Method | Description |
---|---|
CreateShaderCacheSession |
Creates an object which grants access to a shader cache, potentially opening an existing cache or creating a new one. |
ShaderCacheControl |
Modifies behavior of caches used internally by D3D or the driver. This API may only be used in developer mode. |
The only changes here will be to hook up the control API for DRIVER_MANAGED
cache kinds to the driver.

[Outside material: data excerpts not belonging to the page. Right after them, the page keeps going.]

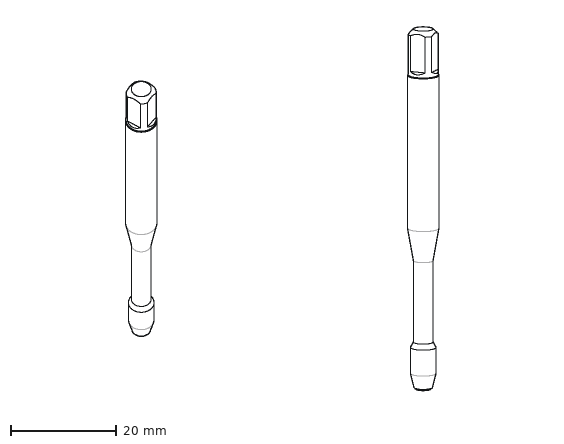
import cadquery as cq

total_length = 70.1
shank_diameter = 6.0
neck_diameter = 3.8

head_diameter = 4.9
head_tip_diameter = 3.6
head_end_diameter = 2.8
head_end_chamfer = 0.35
head_lead_top = 3.1
head_length = 9.2
head_back_length = 1.05

taper_bottom = 25.0
taper_top = 31.3
shank_top = 61.2

square_width = 4.9
square_round_diameter = 5.75
square_length = 7.9
square_top_diameter = 3.8
flat_count = 4

shank_radius = shank_diameter / 2
neck_radius = neck_diameter / 2
head_radius = head_diameter / 2
square_round_radius = square_round_diameter / 2
square_top_radius = square_top_diameter / 2
square_top_chamfer = square_round_radius - square_top_radius
shank_chamfer = shank_radius - square_round_radius


def revolve_profile(points):
    """Revolve a closed outline of (radius, height) points about Z."""
    return cq.Workplane("XZ").polyline(points).close().revolve(360, (0, 0), (0, 1))


def make_head():
    """Cutting head with a tapered lead, a chamfered end and a bevelled back."""
    return revolve_profile([
        (0, 0),
        (head_end_diameter / 2, 0),
        (head_tip_diameter / 2, head_end_chamfer),
        (head_radius, head_lead_top),
        (head_radius, head_length - head_back_length),
        (neck_radius, head_length),
        (0, head_length),
    ])


def make_flat_cutter():
    """Cutter for one flat on the -Y side, running out at 45 degrees at its lower end."""
    flat_distance = square_width / 2
    flat_bottom = total_length - square_length
    cut_depth = shank_radius - flat_distance
    return (
        cq.Workplane("YZ")
        .polyline([
            (-flat_distance, flat_bottom),
            (-flat_distance, total_length),
            (-shank_radius, total_length),
            (-shank_radius, flat_bottom - cut_depth),
        ])
        .close()
        .extrude(shank_radius, both=True)
    )


def make_shank():
    """Neck, taper, shank and driving square in one piece, resting on the head."""
    shank = revolve_profile([
        (0, head_length),
        (neck_radius, head_length),
        (neck_radius, taper_bottom),
        (shank_radius, taper_top),
        (shank_radius, shank_top - shank_chamfer),
        (square_round_radius, shank_top),
        (square_round_radius, total_length - square_top_chamfer),
        (square_top_radius, total_length),
        (0, total_length),
    ])
    cutter = make_flat_cutter()
    for index in range(flat_count):
        angle = index * 360 / flat_count
        shank = shank.cut(cutter.rotate((0, 0, 0), (0, 0, 1), angle))
    return shank


head = make_head()
shank = make_shank()

result = cq.Compound.makeCompound([head.val(), shank.val()])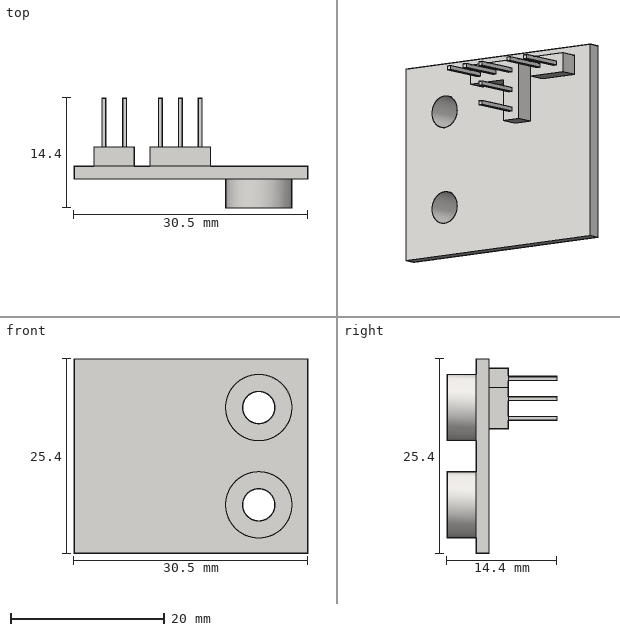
import cadquery as cq

board_width = 30.48
board_height = 25.4
board_thickness = 1.68

boss_diameter = 8.65
boss_length = 3.8
bore_diameter = 4.18
boss_x = 24.08
boss_heights = (board_height / 4, board_height * 3 / 4)

header_depth = 2.53
header_top = board_height - 1.22
strip_width = 2.53
pin_size = 0.52
pin_length = 6.35

short_header_left = 2.55
short_header_length = 5.3
short_header_pitch = 2.7

corner_header_left = 9.88
corner_header_length = 7.92
corner_header_pitch = 2.6


def box_from(left, front, bottom, width, depth, height):
    """Box placed by its left, front, bottom corner."""
    return cq.Workplane("XY").box(width, depth, height, centered=False).translate((left, front, bottom))


def header_block(left, width, height):
    """Plastic block hanging down from the common header top line."""
    return box_from(left, board_thickness, header_top - height, width, header_depth, height)


def pin(x, z):
    """Square pin standing on the back of a header block."""
    return box_from(
        x - pin_size / 2, board_thickness + header_depth, z - pin_size / 2,
        pin_size, pin_length, pin_size,
    )


def short_header():
    header = header_block(short_header_left, short_header_length, strip_width)
    middle_x = short_header_left + short_header_length / 2
    pin_z = header_top - strip_width / 2
    for side in (-1, 1):
        header = header.union(pin(middle_x + side * short_header_pitch / 2, pin_z))
    return header


def corner_header():
    across = header_block(corner_header_left, corner_header_length, strip_width)
    down = header_block(corner_header_left, strip_width, corner_header_length)
    header = across.union(down)
    first_offset = corner_header_length / 2 - corner_header_pitch
    first_x = corner_header_left + first_offset
    first_z = header_top - first_offset
    header = header.union(pin(first_x, first_z))
    for step in (1, 2):
        header = header.union(pin(first_x + step * corner_header_pitch, first_z))
        header = header.union(pin(first_x, first_z - step * corner_header_pitch))
    return header


def front_cylinder(z, diameter, start_y, end_y):
    """Cylinder along Y on the boss centre line."""
    axis_start = cq.Vector(boss_x, start_y, z)
    solid = cq.Solid.makeCylinder(diameter / 2, end_y - start_y, axis_start, cq.Vector(0, 1, 0))
    return cq.Workplane(obj=solid)


result = box_from(0, 0, 0, board_width, board_thickness, board_height)
result = result.union(short_header()).union(corner_header())

for boss_z in boss_heights:
    result = result.union(front_cylinder(boss_z, boss_diameter, -boss_length, 0))
    result = result.cut(front_cylinder(boss_z, bore_diameter, -boss_length, board_thickness))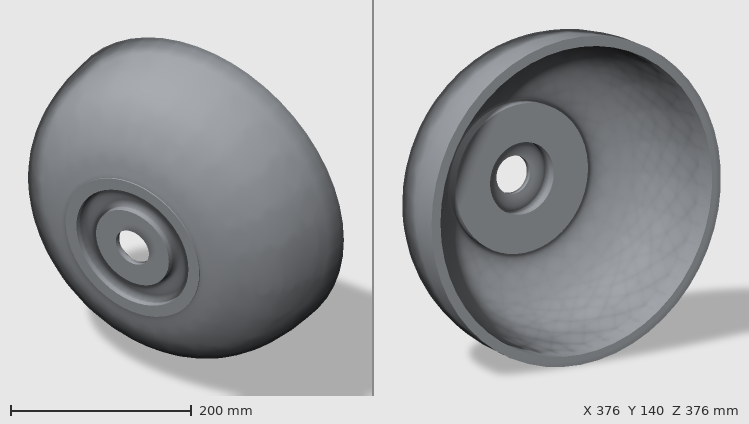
import cadquery as cq

rim_radius = 188
total_depth = 140.0
wall = 11.5
boss_wall = 6.8

face_radius = 88.5
face_lip = 1.5

groove_radius = 74.0
boss_radius = 48.0
groove_depth = 13.5
groove_fillet = 5.5
hole_radius = 21.8
pocket_radius = boss_radius - boss_wall

crown_depth = total_depth - face_lip

dome_stations = [(184.2, -50.0), (167.5, -95.0), (150.0, -113.0), (119.0, -131.2), (face_radius, -crown_depth)]

dome_tangents = [(0, -1), (-1, -0.2)]

inner_stations = [(172.5, -48.0), (157.0, -88.7), (141.8, -105.0), (114.0, -120.5), (face_radius, wall - total_depth)]


def revolve_about_y(profile):
    return profile.close().revolve(360, (0, 0, 0), (0, 1, 0))


def solid_dome():
    """Rounded dome topped by the thin raised mounting face."""
    profile = (
        cq.Workplane("XY")
        .lineTo(rim_radius, 0)
        .spline(dome_stations, tangents=dome_tangents, includeCurrent=True)
        .lineTo(face_radius, -total_depth)
        .lineTo(0, -total_depth)
    )
    return revolve_about_y(profile)


def ring(outer_radius, inner_radius, depth):
    """Annular block reaching inward from the front plane to the given depth."""
    floor = depth - total_depth
    return revolve_about_y(
        cq.Workplane("XY")
        .moveTo(inner_radius, -total_depth)
        .lineTo(outer_radius, -total_depth)
        .lineTo(outer_radius, floor)
        .lineTo(inner_radius, floor)
    )


def ring_groove():
    """Groove cutter with both floor corners rounded."""
    return ring(groove_radius, boss_radius, groove_depth).faces(">Y").edges().fillet(groove_fillet)


def cavity():
    """Hollow interior, leaving a thick ring behind the groove and a thin face behind the boss."""
    crown_inside = wall - total_depth
    dome_space = revolve_about_y(
        cq.Workplane("XY")
        .lineTo(rim_radius - wall, 0)
        .spline(inner_stations, tangents=dome_tangents, includeCurrent=True)
        .lineTo(0, crown_inside)
    )
    groove_backing = ring(groove_radius + wall, pocket_radius, groove_depth + wall)
    boss_pocket = (
        cq.Workplane("XZ", origin=(0, boss_wall - total_depth, 0))
        .circle(pocket_radius)
        .extrude(-groove_depth - wall)
    )
    return dome_space.cut(groove_backing).union(boss_pocket)


def center_hole():
    return cq.Workplane("XZ").circle(hole_radius).extrude(total_depth)


result = solid_dome().cut(ring_groove()).cut(cavity()).cut(center_hole())

Additionally, it seems worth improving the existing D3D12_SHADER_CACHE_SUPPORT_FLAGS
(queryable via CheckFeatureSupport
for D3D12_FEATURE_SHADER_CACHE
) to add a new flag indicating the presence of a driver cache:
enum D3D12_SHADER_CACHE_SUPPORT_FLAGS
{
D3D12_SHADER_CACHE_SUPPORT_NONE = 0x0,
D3D12_SHADER_CACHE_SUPPORT_SINGLE_PSO = 0x1, // Always supported
D3D12_SHADER_CACHE_SUPPORT_LIBRARY = 0x2,
D3D12_SHADER_CACHE_SUPPORT_AUTOMATIC_INPROC_CACHE = 0x4,
D3D12_SHADER_CACHE_SUPPORT_AUTOMATIC_DISK_CACHE = 0x8,
+ D3D12_SHADER_CACHE_SUPPORT_DRIVER_MANAGED_CACHE = 0x10,
};
To that end, we're adding the following DDIs:
struct D3D12DDI_D3D12_OPTIONS_DATA_008n
{
...
BOOL DriverManagedShaderCachePresent;
}
If the driver reports true for DriverManagedShaderCachePresent
, then the driver should also provide a non-null function for:
enum D3D12DDI_IMPLICIT_SHADER_CACHE_CONTROL_FLAGS_008n
{
D3D12DDI_IMPLICIT_SHADER_CACHE_CONTROL_FLAG_008n_DISABLE,
D3D12DDI_IMPLICIT_SHADER_CACHE_CONTROL_FLAG_008n_ENABLE,
D3D12DDI_IMPLICIT_SHADER_CACHE_CONTROL_FLAG_008n_CLEAR,
};
typedef HRESULT ( APIENTRY* PFND3D12DDI_IMPLICITSHADERCACHECONTROL_008n )(
D3D12DDI_HDEVICE, D3D12DDI_IMPLICIT_SHADER_CACHE_CONTROL_FLAGS_008n );
struct D3D12DDI_DEVICE_FUNCS_CORE_008n
{
...
PFND3D12DDI_IMPLICITSHADERCACHECONTROL_008n pfnImplicitShaderCacheControl;
};
The runtime will call pfnImplicitShaderCacheControl
in response to application requests to ID3D12Device9::ImplicitShaderCacheControl
for the D3D12_IMPLICIT_SHADER_CACHE_KIND_FLAG_DRIVER_MANAGED
kind. As called out above, this API will only be supported in developer mode.